**EXERCISE**
For this exercise, repeat the records below exactly and omit every picture.

---------------

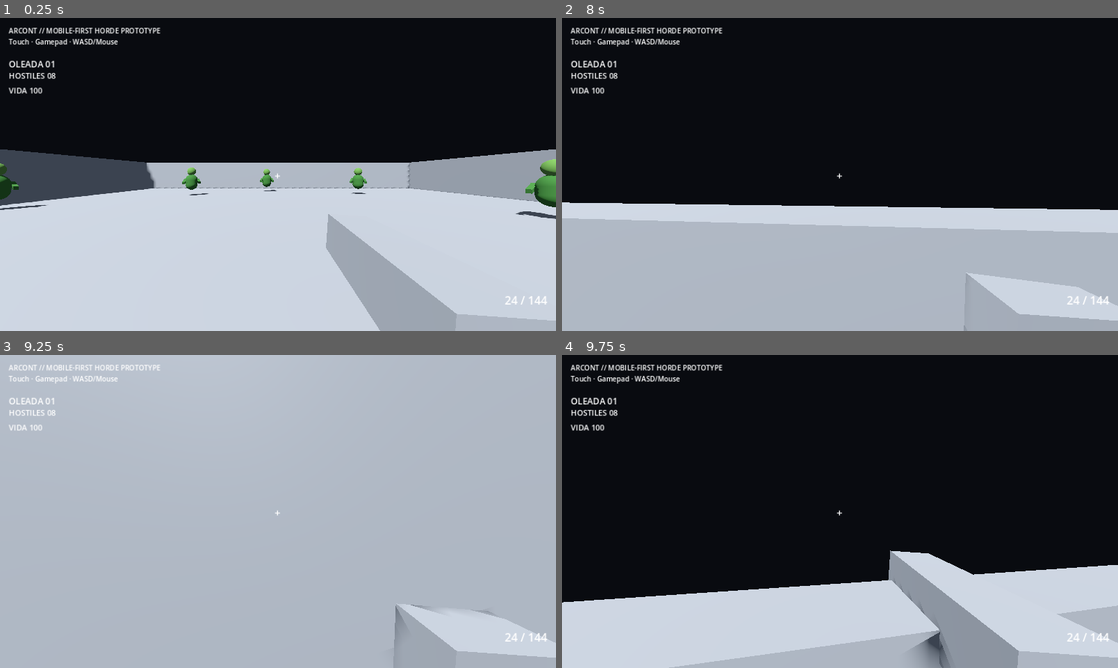
Above: before the commit, frames 1-4 (two rows, left to right).
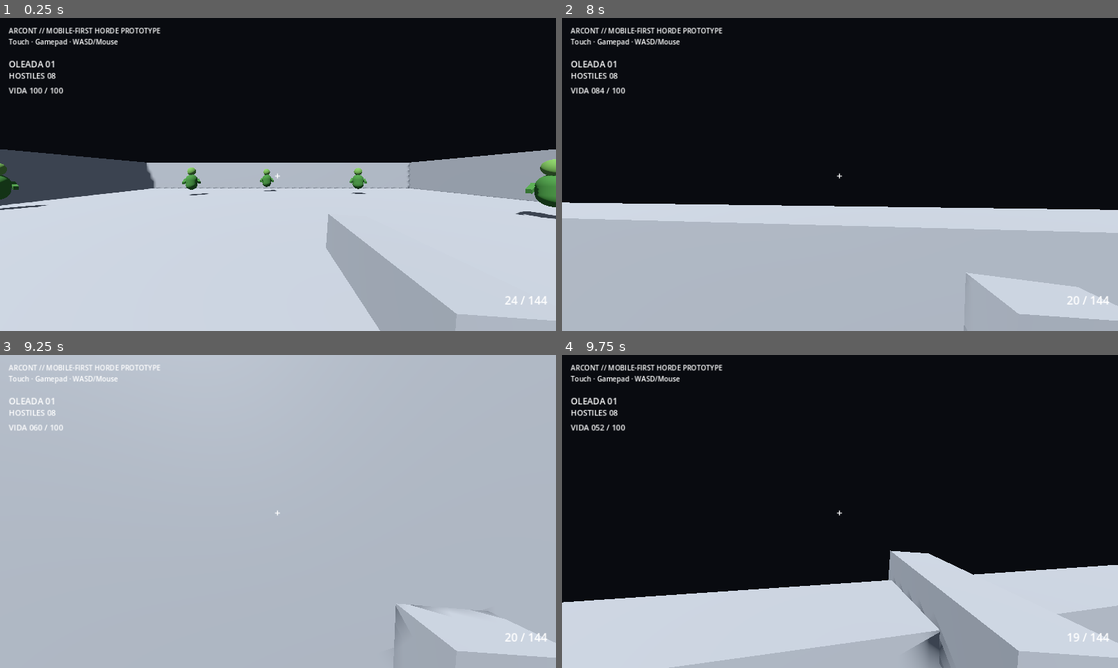
Above: after the commit, the same moments.

Repository: heliossamuelhernandezreyes/Arcont
Game: Godot game, scene res://scenes/main.tscn
Two runs of this game, one before a commit and one after it. Both use one fixed random seed, a clock stepped at 60 frames per second and the inputs below.
Inputs (mouse positions are in pixels of both pictures, inside the frame that each line leads up to):
- Up to frame 1 (0.25 s): no input
- Up to frame 2 (8 s): move the mouse to (867, 174) at 0.52 s; hold Shift (sprint) 0.53-1.28 s; hold W (move_forward) 0.53-5.78 s; click (867, 174) at 0.67 s; tap Space (jump) at 0.77, 1.52, 3.02, 3.77, 4.52, 6.02, 6.77, 7.52 s; move the mouse to (812, 174) at 1.27 s; tap Shift (sprint) every 1.5 s from 1.35 to 7.35 s; move the mouse to (851, 168) at 2.02 s; hold Shift (sprint) 2.03-2.78 s; move the mouse to (834, 180) at 2.77 s; click (834, 180) at 2.92 s; move the mouse to (878, 177) at 3.52 s; hold Shift (sprint) 3.53-4.28 s; move the mouse to (795, 171) at 4.27 s; move the mouse to (845, 174) at 5.02 s; hold Shift (sprint) 5.03-5.78 s; click (845, 174) at 5.17 s; move the mouse to (817, 168) at 5.77 s; hold D (move_right) 5.78-6.53 s; move the mouse to (867, 174) at 6.52 s; hold Shift (sprint) 6.53-7.28 s; hold W (move_forward) from 6.53 s (still down); move the mouse to (812, 174) at 7.27 s; click (812, 174) at 7.42 s
- Up to frame 3 (9.25 s): move the mouse to (289, 505) at 8.02 s; hold Shift (sprint) 8.03-8.78 s; move the mouse to (272, 517) at 8.77 s; release W (move_forward) at 8.78 s; hold A (move_left) from 8.78 s (still down); tap Shift (sprint) at 8.85 s; tap Space (jump) at 9.02 s
- Up to frame 4 (9.75 s): move the mouse to (878, 514) at 9.52 s; release A (move_left) at 9.53 s; hold W (move_forward) from 9.53 s (still down); hold Shift (sprint) from 9.53 s (still down); click (878, 514) at 9.67 s

The runs differ from the first frame. In frame 1, less than 0.1% of the frame differs, in the area x 8-12%, y 22-25%; in frame 2, less than 0.1%; in frame 3, less than 0.1%; in frame 4, less than 0.1%, in the area x 5-94%, y 22-92%.

Commit message:
feat: add combat HUD and mobile-aware horde caps

Diff:
--- a/scripts/main.gd
+++ b/scripts/main.gd
@@ -6,24 +6,40 @@
 @export var wave_growth := 4
 @export var spawn_radius := 11.5
 @export var time_between_waves := 2.5
+@export var mobile_enemy_cap := 36
+@export var desktop_enemy_cap := 64
 
 var wave := 0
 var alive := 0
 var waiting_for_next_wave := false
+var game_over := false
 
 @onready var player: Node3D = $Player
+@onready var weapon: Node = $Player/Head/Camera3D/Weapon
 @onready var wave_label: Label = $HUD/Wave
 @onready var alive_label: Label = $HUD/Alive
+@onready var health_label: Label = $HUD/Health
+@onready var ammo_label: Label = $HUD/Ammo
+@onready var reload_label: Label = $HUD/Reload
+@onready var info_label: Label = $HUD/Info
 
 func _ready() -> void:
 	player.add_to_group("player")
+	player.health_changed.connect(_on_player_health_changed)
+	player.died.connect(_on_player_died)
+	weapon.ammo_changed.connect(_on_ammo_changed)
+	weapon.reload_state_changed.connect(_on_reload_state_changed)
+	_on_player_health_changed(player.health, player.max_health)
+	_on_ammo_changed(weapon.ammo_in_mag, weapon.reserve_ammo, weapon.magazine_size)
 	_start_next_wave()
 
 func _start_next_wave() -> void:
-	if waiting_for_next_wave:
+	if waiting_for_next_wave or game_over:
 		return
 	wave += 1
-	var count: int = first_wave_size + (wave - 1) * wave_growth
+	var requested: int = first_wave_size + (wave - 1) * wave_growth
+	var cap: int = mobile_enemy_cap if OS.has_feature("mobile") else desktop_enemy_cap
+	var count: int = mini(requested, cap)
 	alive = count
 	for i in count:
 		_spawn_enemy(i, count)
@@ -41,12 +57,26 @@
 func _on_enemy_died(_enemy: Node) -> void:
 	alive = maxi(alive - 1, 0)
 	_update_hud()
-	if alive == 0 and not waiting_for_next_wave:
+	if alive == 0 and not waiting_for_next_wave and not game_over:
 		waiting_for_next_wave = true
 		await get_tree().create_timer(time_between_waves).timeout
 		waiting_for_next_wave = false
 		_start_next_wave()
 
+func _on_player_health_changed(current: float, maximum: float) -> void:
+	health_label.text = "VIDA %03d / %03d" % [roundi(current), roundi(maximum)]
+
+func _on_player_died() -> void:
+	game_over = true
+	info_label.text = "ARCONT // OPERADOR CAIDO\nReinicio manual pendiente del prototipo"
+	reload_label.text = ""
+
+func _on_ammo_changed(current: int, reserve: int, _magazine_size: int) -> void:
+	ammo_label.text = "%02d / %03d" % [current, reserve]
+
+func _on_reload_state_changed(active: bool) -> void:
+	reload_label.text = "RECARGANDO..." if active else ""
+
 func _update_hud() -> void:
 	wave_label.text = "OLEADA %02d" % wave
 	alive_label.text = "HOSTILES %02d" % alive

---------------

**WRITTEN ANSWER**
Above: before the commit, frames 1-4 (two rows, left to right).
Above: after the commit, the same moments.

Repository: heliossamuelhernandezreyes/Arcont
Game: Godot game, scene res://scenes/main.tscn
Two runs of this game, one before a commit and one after it. Both use one fixed random seed, a clock stepped at 60 frames per second and the inputs below.
Inputs (mouse positions are in pixels of both pictures, inside the frame that each line leads up to):
- Up to frame 1 (0.25 s): no input
- Up to frame 2 (8 s): move the mouse to (867, 174) at 0.52 s; hold Shift (sprint) 0.53-1.28 s; hold W (move_forward) 0.53-5.78 s; click (867, 174) at 0.67 s; tap Space (jump) at 0.77, 1.52, 3.02, 3.77, 4.52, 6.02, 6.77, 7.52 s; move the mouse to (812, 174) at 1.27 s; tap Shift (sprint) every 1.5 s from 1.35 to 7.35 s; move the mouse to (851, 168) at 2.02 s; hold Shift (sprint) 2.03-2.78 s; move the mouse to (834, 180) at 2.77 s; click (834, 180) at 2.92 s; move the mouse to (878, 177) at 3.52 s; hold Shift (sprint) 3.53-4.28 s; move the mouse to (795, 171) at 4.27 s; move the mouse to (845, 174) at 5.02 s; hold Shift (sprint) 5.03-5.78 s; click (845, 174) at 5.17 s; move the mouse to (817, 168) at 5.77 s; hold D (move_right) 5.78-6.53 s; move the mouse to (867, 174) at 6.52 s; hold Shift (sprint) 6.53-7.28 s; hold W (move_forward) from 6.53 s (still down); move the mouse to (812, 174) at 7.27 s; click (812, 174) at 7.42 s
- Up to frame 3 (9.25 s): move the mouse to (289, 505) at 8.02 s; hold Shift (sprint) 8.03-8.78 s; move the mouse to (272, 517) at 8.77 s; release W (move_forward) at 8.78 s; hold A (move_left) from 8.78 s (still down); tap Shift (sprint) at 8.85 s; tap Space (jump) at 9.02 s
- Up to frame 4 (9.75 s): move the mouse to (878, 514) at 9.52 s; release A (move_left) at 9.53 s; hold W (move_forward) from 9.53 s (still down); hold Shift (sprint) from 9.53 s (still down); click (878, 514) at 9.67 s

The runs differ from the first frame. In frame 1, less than 0.1% of the frame differs, in the area x 8-12%, y 22-25%; in frame 2, less than 0.1%; in frame 3, less than 0.1%; in frame 4, less than 0.1%, in the area x 5-94%, y 22-92%.

Commit message:
feat: add combat HUD and mobile-aware horde caps

Diff:
--- a/scripts/main.gd
+++ b/scripts/main.gd
@@ -6,24 +6,40 @@
 @export var wave_growth := 4
 @export var spawn_radius := 11.5
 @export var time_between_waves := 2.5
+@export var mobile_enemy_cap := 36
+@export var desktop_enemy_cap := 64
 
 var wave := 0
 var alive := 0
 var waiting_for_next_wave := false
+var game_over := false
 
 @onready var player: Node3D = $Player
+@onready var weapon: Node = $Player/Head/Camera3D/Weapon
 @onready var wave_label: Label = $HUD/Wave
 @onready var alive_label: Label = $HUD/Alive
+@onready var health_label: Label = $HUD/Health
+@onready var ammo_label: Label = $HUD/Ammo
+@onready var reload_label: Label = $HUD/Reload
+@onready var info_label: Label = $HUD/Info
 
 func _ready() -> void:
 	player.add_to_group("player")
+	player.health_changed.connect(_on_player_health_changed)
+	player.died.connect(_on_player_died)
+	weapon.ammo_changed.connect(_on_ammo_changed)
+	weapon.reload_state_changed.connect(_on_reload_state_changed)
+	_on_player_health_changed(player.health, player.max_health)
+	_on_ammo_changed(weapon.ammo_in_mag, weapon.reserve_ammo, weapon.magazine_size)
 	_start_next_wave()
 
 func _start_next_wave() -> void:
-	if waiting_for_next_wave:
+	if waiting_for_next_wave or game_over:
 		return
 	wave += 1
-	var count: int = first_wave_size + (wave - 1) * wave_growth
+	var requested: int = first_wave_size + (wave - 1) * wave_growth
+	var cap: int = mobile_enemy_cap if OS.has_feature("mobile") else desktop_enemy_cap
+	var count: int = mini(requested, cap)
 	alive = count
 	for i in count:
 		_spawn_enemy(i, count)
@@ -41,12 +57,26 @@
 func _on_enemy_died(_enemy: Node) -> void:
 	alive = maxi(alive - 1, 0)
 	_update_hud()
-	if alive == 0 and not waiting_for_next_wave:
+	if alive == 0 and not waiting_for_next_wave and not game_over:
 		waiting_for_next_wave = true
 		await get_tree().create_timer(time_between_waves).timeout
 		waiting_for_next_wave = false
 		_start_next_wave()
 
+func _on_player_health_changed(current: float, maximum: float) -> void:
+	health_label.text = "VIDA %03d / %03d" % [roundi(current), roundi(maximum)]
+
+func _on_player_died() -> void:
+	game_over = true
+	info_label.text = "ARCONT // OPERADOR CAIDO\nReinicio manual pendiente del prototipo"
+	reload_label.text = ""
+
+func _on_ammo_changed(current: int, reserve: int, _magazine_size: int) -> void:
+	ammo_label.text = "%02d / %03d" % [current, reserve]
+
+func _on_reload_state_changed(active: bool) -> void:
+	reload_label.text = "RECARGANDO..." if active else ""
+
 func _update_hud() -> void:
 	wave_label.text = "OLEADA %02d" % wave
 	alive_label.text = "HOSTILES %02d" % alive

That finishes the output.